Offloading Workflow Engine Traffic to S3 Using Pre-Signed Links
Over the past year, Activepieces has been growing rapidly, powering millions of workflow runs. Our workflow engine has been battle-tested, handling various creative and unexpected use cases. While we’re thrilled with this growth, it’s also pushed our infrastructure to its limits.
One major challenge we faced recently involved scaling the upload process for logs and step files associated with flow runs. Let me walk you through the problem, the solution, and how signed links helped us overcome it.
The Problem: Scaling File Uploads (Logs and Step Files)
In Activepieces, every flow run consists of multiple steps: a trigger, followed by inputs and outputs for each step. In addition to logs (used for debugging, reviewing API responses, and analyzing data), we handle various step files, such as log data or files generated during execution.

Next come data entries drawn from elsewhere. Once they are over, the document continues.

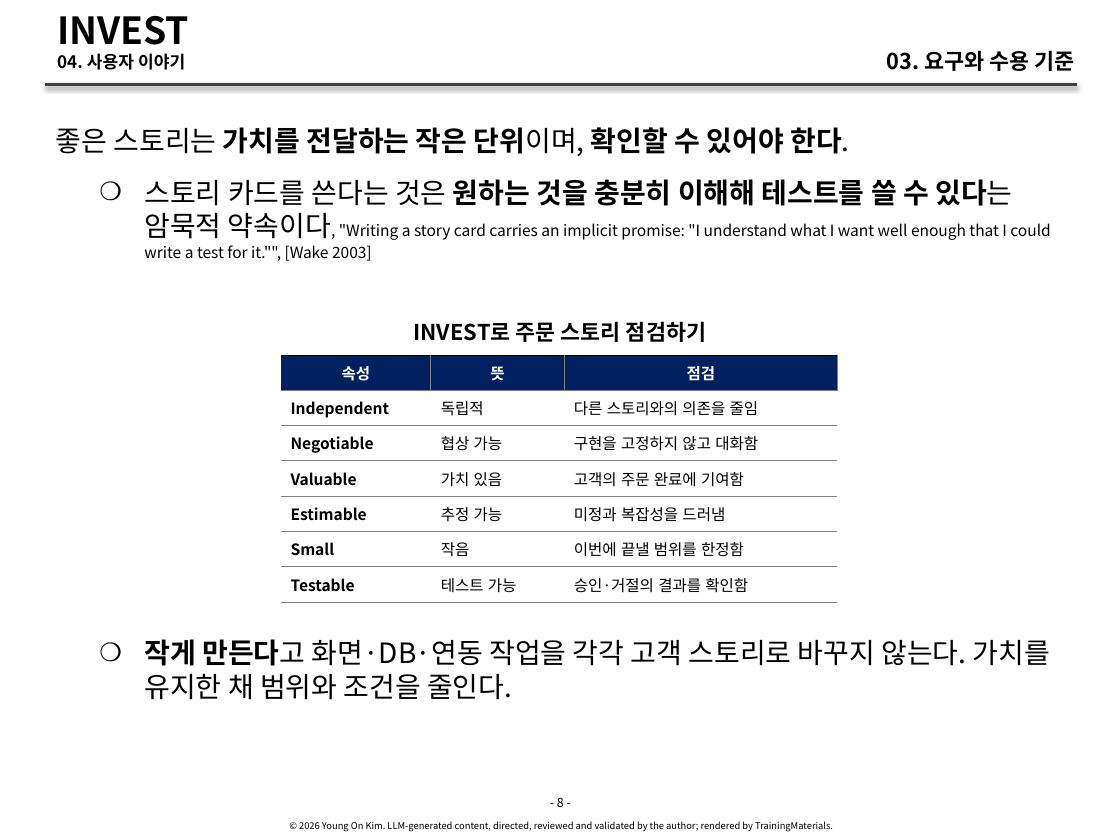
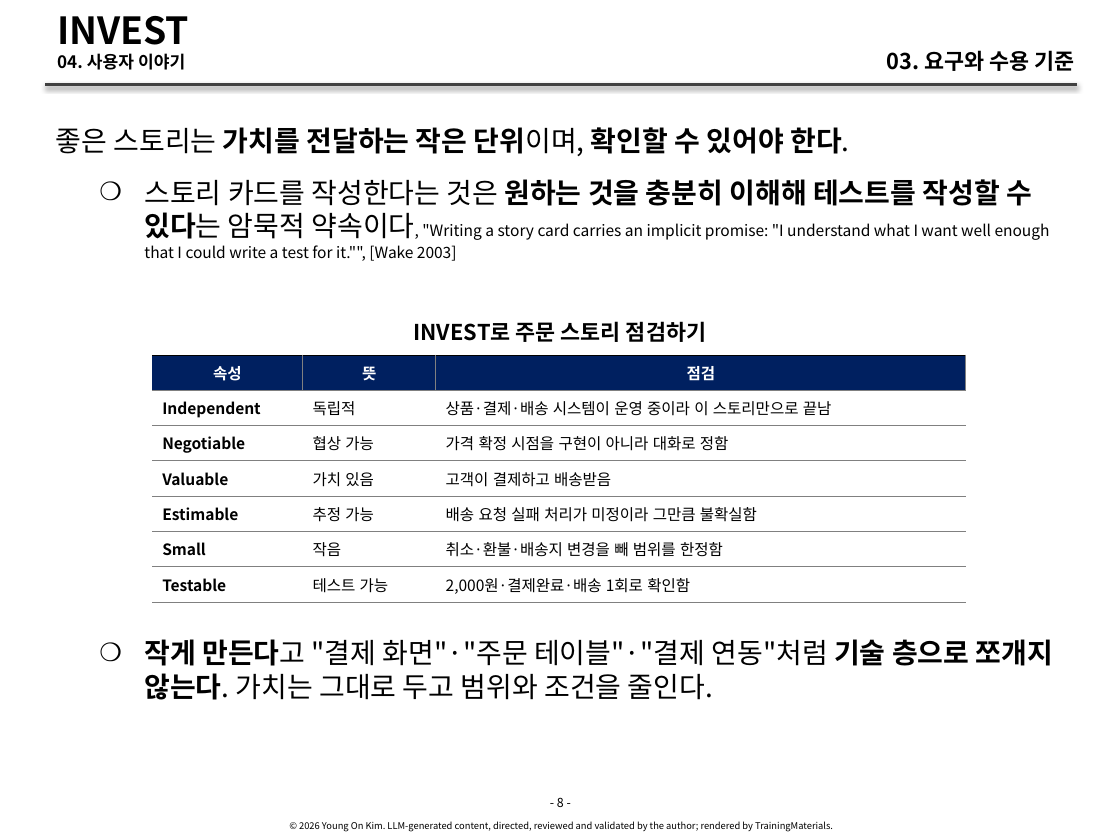
Before and after one commit to YoungSan77/TrainingMaterials, a slide deck: slide 8 of courses/ai-native/sessions/s03.pptx. Drawn at 1120x840 pixels with LibreOffice and Linux fonts; fonts in the diff are those of the drawing. Boxes give left, top, right and bottom in pixels: in the first picture for what was removed or moved away, otherwise in the second. Text is boxed around its words. In the diff, an @@ line names an element or a change of style, - is before the commit and + after.

```diff
--- a/courses/ai-native/sessions/s03.pptx
+++ b/courses/ai-native/sessions/s03.pptx
@@ text at [144, 179, 1050, 261]: text changed @@
-    ❍ 스토리 카드를 쓴다는 것은 원하는 것을 충분히 이해해 테스트를 쓸 수 있다는 암묵적 약속이다, "Writing a story card carries an implicit promise: "I understand what I want well enough that I could write a test for it."", [Wake 2003]
+    ❍ 스토리 카드를 작성한다는 것은 원하는 것을 충분히 이해해 테스트를 작성할 수 있다는 암묵적 약속이다, "Writing a story card carries an implicit promise: "I understand what I want well enough that I could write a test for it."", [Wake 2003]
@@ table at [152, 355, 965, 601] @@
-row 2, column 3: 다른 스토리와의 의존을 줄임
+row 2, column 3: 상품·결제·배송 시스템이 운영 중이라 이 스토리만으로 끝남
-row 3, column 3: 구현을 고정하지 않고 대화함
+row 3, column 3: 가격 확정 시점을 구현이 아니라 대화로 정함
-row 4, column 3: 고객의 주문 완료에 기여함
+row 4, column 3: 고객이 결제하고 배송받음
-row 5, column 3: 미정과 복잡성을 드러냄
+row 5, column 3: 배송 요청 실패 처리가 미정이라 그만큼 불확실함
-row 6, column 3: 이번에 끝낼 범위를 한정함
+row 6, column 3: 취소·환불·배송지 변경을 빼 범위를 한정함
-row 7, column 3: 승인·거절의 결과를 확인함
+row 7, column 3: 2,000원·결제완료·배송 1회로 확인함
@@ table: place and size @@
-table at [281, 355, 838, 830]
+table at [152, 355, 965, 601]
@@ text at [144, 639, 1053, 700]: text changed @@
-    ❍ 작게 만든다고 화면·DB·연동 작업을 각각 고객 스토리로 바꾸지 않는다. 가치를 유지한 채 범위와 조건을 줄인다.
+    ❍ 작게 만든다고 "결제 화면"·"주문 테이블"·"결제 연동"처럼 기술 층으로 쪼개지 않는다. 가치는 그대로 두고 범위와 조건을 줄인다.
```
Also in this commit, not shown: 30 other slides changed, 5 slides added, 29 other files.

Here’s a typical flow structure:
How Files Were Handled Before
- When a worker processed a flow run, it generated logs and step files for each step.
- These files were sent to the app server, which stored them in an S3 bucket.
- Files used in the workflow (like step files) were also sent to the app for future replay.
As flow runs increased, so did the volume of logs and step files, which caused the app servers to become a bottleneck.
Here’s the infrastructure:
Challenges We Encountered
- High Traffic on App Servers: Logs and step files flooded app servers, slowing down performance.
- Scaling Issues: Adding app servers helped temporarily but was inefficient during spikes.
- Limited Capacity: App servers couldn’t handle surges, leading to delays and reduced reliability.
The Solution: Signed Links to the Rescue
We redesigned the file upload process for both logs and step files using signed links.
What Are Signed Links?
Signed links (or pre-signed URLs) are secure, time-limited URLs that allow temporary access to a resource in S3. They enable workers to upload files directly to S3 without an intermediary server.
Here’s how signed links work:
- A worker requests a signed link from the backend.
- The backend generates a signed link for secure file upload using S3 credentials.
- The worker uploads the file directly to S3.
The New Workflow
Here’s how we changed the process:
- Worker Initiates Upload: After processing a flow run, the worker calculates the size of both the log and step files and sends these details to the backend.
- Backend Provides Signed Links: The backend responds with pre-signed URLs for both the log and step files.
- Direct Upload: The worker uses the signed links to upload both files directly to S3.
With this new setup, the app server is no longer involved in handling file uploads.
Signed Links in Action
Here’s how signed links work for both logs and step files:
Step 1: Requesting Signed Links
The worker sends a request with file details (name and size):
{
"files": [
{"fileName": "log_12345.json", "fileSize": 1048576},
{"fileName": "step_file_1.json", "fileSize": 2048000}
]
}
Step 2: Backend Generates Signed Links
The backend generates signed URLs for each file:
const AWS = require('aws-sdk');
const s3 = new AWS.S3();
const params = {
Bucket: "my-bucket",
Key: "log_12345.json",
ContentLength: "12345",
Expires: 3600, // Link valid for 1 hour
ContentType: "application/json"
};
const signedUrlForLog = s3.getSignedUrl("putObject", params);
const signedUrlForStepFile = s3.getSignedUrl("putObject", {
Bucket: "my-bucket",
Key: "step_file_1.json",
ContentLength: "2048000",
Expires: 3600,
ContentType: "application/json"
});
console.log(signedUrlForLog, signedUrlForStepFile);
The signed links might look like:
https://my-bucket.s3.amazonaws.com/log_12345.json?AWSAccessKeyId=ACCESS_KEY&Expires=TIMESTAMP&Signature=SIGNATURE
https://my-bucket.s3.amazonaws.com/step_file_1.json?AWSAccessKeyId=ACCESS_KEY&Expires=TIMESTAMP&Signature=SIGNATURE
Step 3: Uploading the Files
The worker uploads both the log and step files directly to S3 using the signed links:
curl -X PUT -T log_12345.json \
"https://my-bucket.s3.amazonaws.com/log_12345.json?AWSAccessKeyId=ACCESS_KEY&Expires=TIMESTAMP&Signature=SIGNATURE"
curl -X PUT -T step_file_1.json \
"https://my-bucket.s3.amazonaws.com/step_file_1.json?AWSAccessKeyId=ACCESS_KEY&Expires=TIMESTAMP&Signature=SIGNATURE"
Results: Before vs. After
Aspect | Before | After |
---|---|---|
File Upload | Worker → App → S3 | Worker → S3 |
Traffic Bottleneck | App server overloaded | No load on app servers |
Scalability | Limited by app server capacity | Only limited by S3 capacity |
Cost Efficiency | More app servers required | Fewer app servers needed |
Conclusion
Switching to signed links for logs and step files reduced the load on app servers and improved scalability. This approach allowed us to handle more files efficiently without overwhelming infrastructure. If you're facing similar scaling challenges, signed links are a simple, effective solution.